┏━━
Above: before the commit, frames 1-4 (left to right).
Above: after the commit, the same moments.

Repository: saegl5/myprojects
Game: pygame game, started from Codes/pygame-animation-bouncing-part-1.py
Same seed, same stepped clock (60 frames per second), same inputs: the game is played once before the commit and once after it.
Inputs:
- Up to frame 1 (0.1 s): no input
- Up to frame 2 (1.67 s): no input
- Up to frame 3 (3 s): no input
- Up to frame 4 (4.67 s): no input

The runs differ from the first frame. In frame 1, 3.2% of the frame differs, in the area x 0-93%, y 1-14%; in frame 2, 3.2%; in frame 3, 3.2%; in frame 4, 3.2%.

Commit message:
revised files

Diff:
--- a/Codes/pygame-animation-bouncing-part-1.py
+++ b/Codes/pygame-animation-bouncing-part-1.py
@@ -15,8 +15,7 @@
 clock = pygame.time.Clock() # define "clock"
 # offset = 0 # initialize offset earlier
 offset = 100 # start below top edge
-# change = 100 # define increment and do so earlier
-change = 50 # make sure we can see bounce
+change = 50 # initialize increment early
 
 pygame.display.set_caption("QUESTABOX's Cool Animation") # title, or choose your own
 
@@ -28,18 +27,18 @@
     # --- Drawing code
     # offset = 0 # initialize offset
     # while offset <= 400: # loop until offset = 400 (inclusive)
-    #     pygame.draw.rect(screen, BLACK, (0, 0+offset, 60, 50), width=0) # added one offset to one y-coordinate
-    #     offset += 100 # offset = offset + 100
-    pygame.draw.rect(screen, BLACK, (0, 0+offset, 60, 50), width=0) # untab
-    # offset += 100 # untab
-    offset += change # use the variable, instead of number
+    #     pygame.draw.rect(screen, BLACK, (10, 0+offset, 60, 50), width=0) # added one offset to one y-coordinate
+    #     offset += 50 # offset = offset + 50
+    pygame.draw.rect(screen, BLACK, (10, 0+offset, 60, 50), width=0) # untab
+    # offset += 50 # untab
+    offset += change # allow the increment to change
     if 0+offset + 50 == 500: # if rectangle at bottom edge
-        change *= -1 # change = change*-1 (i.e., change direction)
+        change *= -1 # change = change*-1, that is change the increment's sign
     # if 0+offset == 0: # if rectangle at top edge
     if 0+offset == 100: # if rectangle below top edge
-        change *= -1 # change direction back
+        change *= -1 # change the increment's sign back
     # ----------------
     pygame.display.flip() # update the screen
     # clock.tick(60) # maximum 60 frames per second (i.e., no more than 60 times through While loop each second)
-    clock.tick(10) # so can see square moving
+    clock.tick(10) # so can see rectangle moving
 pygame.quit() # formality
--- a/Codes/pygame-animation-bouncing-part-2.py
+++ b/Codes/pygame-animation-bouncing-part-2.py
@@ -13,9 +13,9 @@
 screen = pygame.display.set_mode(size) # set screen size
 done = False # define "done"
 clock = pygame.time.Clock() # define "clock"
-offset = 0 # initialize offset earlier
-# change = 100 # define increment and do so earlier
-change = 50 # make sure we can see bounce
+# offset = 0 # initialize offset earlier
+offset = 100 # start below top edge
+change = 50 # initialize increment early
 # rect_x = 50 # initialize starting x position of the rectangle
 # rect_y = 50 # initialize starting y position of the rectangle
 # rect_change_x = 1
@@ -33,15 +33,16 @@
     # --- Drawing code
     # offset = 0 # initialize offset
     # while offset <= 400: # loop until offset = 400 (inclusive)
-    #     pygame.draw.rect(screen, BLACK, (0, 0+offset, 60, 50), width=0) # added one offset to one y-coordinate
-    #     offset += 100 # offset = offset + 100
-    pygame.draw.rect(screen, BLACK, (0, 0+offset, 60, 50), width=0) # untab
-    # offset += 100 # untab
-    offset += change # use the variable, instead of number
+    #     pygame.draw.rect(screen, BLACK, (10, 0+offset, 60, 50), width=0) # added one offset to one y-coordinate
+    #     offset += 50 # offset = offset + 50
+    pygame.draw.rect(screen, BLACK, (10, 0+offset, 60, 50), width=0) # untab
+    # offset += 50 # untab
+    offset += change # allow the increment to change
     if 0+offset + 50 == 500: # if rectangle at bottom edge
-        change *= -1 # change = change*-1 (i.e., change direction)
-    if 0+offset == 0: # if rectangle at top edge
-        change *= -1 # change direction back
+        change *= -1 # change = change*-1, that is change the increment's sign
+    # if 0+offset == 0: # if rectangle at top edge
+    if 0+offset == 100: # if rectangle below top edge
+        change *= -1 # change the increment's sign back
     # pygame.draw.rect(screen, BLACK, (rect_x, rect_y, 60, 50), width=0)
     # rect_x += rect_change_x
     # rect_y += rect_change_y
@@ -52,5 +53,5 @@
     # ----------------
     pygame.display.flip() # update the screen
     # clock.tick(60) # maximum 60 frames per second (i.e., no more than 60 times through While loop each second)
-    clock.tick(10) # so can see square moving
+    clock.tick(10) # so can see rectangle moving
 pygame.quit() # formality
┗━━
**Requirement:** The whole listing above needs to be written out again exactly.

**Solution below:**
Above: before the commit, frames 1-4 (left to right).
Above: after the commit, the same moments.

Repository: saegl5/myprojects
Game: pygame game, started from Codes/pygame-animation-bouncing-part-1.py
Same seed, same stepped clock (60 frames per second), same inputs: the game is played once before the commit and once after it.
Inputs:
- Up to frame 1 (0.1 s): no input
- Up to frame 2 (1.67 s): no input
- Up to frame 3 (3 s): no input
- Up to frame 4 (4.67 s): no input

The runs differ from the first frame. In frame 1, 3.2% of the frame differs, in the area x 0-93%, y 1-14%; in frame 2, 3.2%; in frame 3, 3.2%; in frame 4, 3.2%.

Commit message:
revised files

Diff:
--- a/Codes/pygame-animation-bouncing-part-1.py
+++ b/Codes/pygame-animation-bouncing-part-1.py
@@ -15,8 +15,7 @@
 clock = pygame.time.Clock() # define "clock"
 # offset = 0 # initialize offset earlier
 offset = 100 # start below top edge
-# change = 100 # define increment and do so earlier
-change = 50 # make sure we can see bounce
+change = 50 # initialize increment early
 
 pygame.display.set_caption("QUESTABOX's Cool Animation") # title, or choose your own
 
@@ -28,18 +27,18 @@
     # --- Drawing code
     # offset = 0 # initialize offset
     # while offset <= 400: # loop until offset = 400 (inclusive)
-    #     pygame.draw.rect(screen, BLACK, (0, 0+offset, 60, 50), width=0) # added one offset to one y-coordinate
-    #     offset += 100 # offset = offset + 100
-    pygame.draw.rect(screen, BLACK, (0, 0+offset, 60, 50), width=0) # untab
-    # offset += 100 # untab
-    offset += change # use the variable, instead of number
+    #     pygame.draw.rect(screen, BLACK, (10, 0+offset, 60, 50), width=0) # added one offset to one y-coordinate
+    #     offset += 50 # offset = offset + 50
+    pygame.draw.rect(screen, BLACK, (10, 0+offset, 60, 50), width=0) # untab
+    # offset += 50 # untab
+    offset += change # allow the increment to change
     if 0+offset + 50 == 500: # if rectangle at bottom edge
-        change *= -1 # change = change*-1 (i.e., change direction)
+        change *= -1 # change = change*-1, that is change the increment's sign
     # if 0+offset == 0: # if rectangle at top edge
     if 0+offset == 100: # if rectangle below top edge
-        change *= -1 # change direction back
+        change *= -1 # change the increment's sign back
     # ----------------
     pygame.display.flip() # update the screen
     # clock.tick(60) # maximum 60 frames per second (i.e., no more than 60 times through While loop each second)
-    clock.tick(10) # so can see square moving
+    clock.tick(10) # so can see rectangle moving
 pygame.quit() # formality
--- a/Codes/pygame-animation-bouncing-part-2.py
+++ b/Codes/pygame-animation-bouncing-part-2.py
@@ -13,9 +13,9 @@
 screen = pygame.display.set_mode(size) # set screen size
 done = False # define "done"
 clock = pygame.time.Clock() # define "clock"
-offset = 0 # initialize offset earlier
-# change = 100 # define increment and do so earlier
-change = 50 # make sure we can see bounce
+# offset = 0 # initialize offset earlier
+offset = 100 # start below top edge
+change = 50 # initialize increment early
 # rect_x = 50 # initialize starting x position of the rectangle
 # rect_y = 50 # initialize starting y position of the rectangle
 # rect_change_x = 1
@@ -33,15 +33,16 @@
     # --- Drawing code
     # offset = 0 # initialize offset
     # while offset <= 400: # loop until offset = 400 (inclusive)
-    #     pygame.draw.rect(screen, BLACK, (0, 0+offset, 60, 50), width=0) # added one offset to one y-coordinate
-    #     offset += 100 # offset = offset + 100
-    pygame.draw.rect(screen, BLACK, (0, 0+offset, 60, 50), width=0) # untab
-    # offset += 100 # untab
-    offset += change # use the variable, instead of number
+    #     pygame.draw.rect(screen, BLACK, (10, 0+offset, 60, 50), width=0) # added one offset to one y-coordinate
+    #     offset += 50 # offset = offset + 50
+    pygame.draw.rect(screen, BLACK, (10, 0+offset, 60, 50), width=0) # untab
+    # offset += 50 # untab
+    offset += change # allow the increment to change
     if 0+offset + 50 == 500: # if rectangle at bottom edge
-        change *= -1 # change = change*-1 (i.e., change direction)
-    if 0+offset == 0: # if rectangle at top edge
-        change *= -1 # change direction back
+        change *= -1 # change = change*-1, that is change the increment's sign
+    # if 0+offset == 0: # if rectangle at top edge
+    if 0+offset == 100: # if rectangle below top edge
+        change *= -1 # change the increment's sign back
     # pygame.draw.rect(screen, BLACK, (rect_x, rect_y, 60, 50), width=0)
     # rect_x += rect_change_x
     # rect_y += rect_change_y
@@ -52,5 +53,5 @@
     # ----------------
     pygame.display.flip() # update the screen
     # clock.tick(60) # maximum 60 frames per second (i.e., no more than 60 times through While loop each second)
-    clock.tick(10) # so can see square moving
+    clock.tick(10) # so can see rectangle moving
 pygame.quit() # formality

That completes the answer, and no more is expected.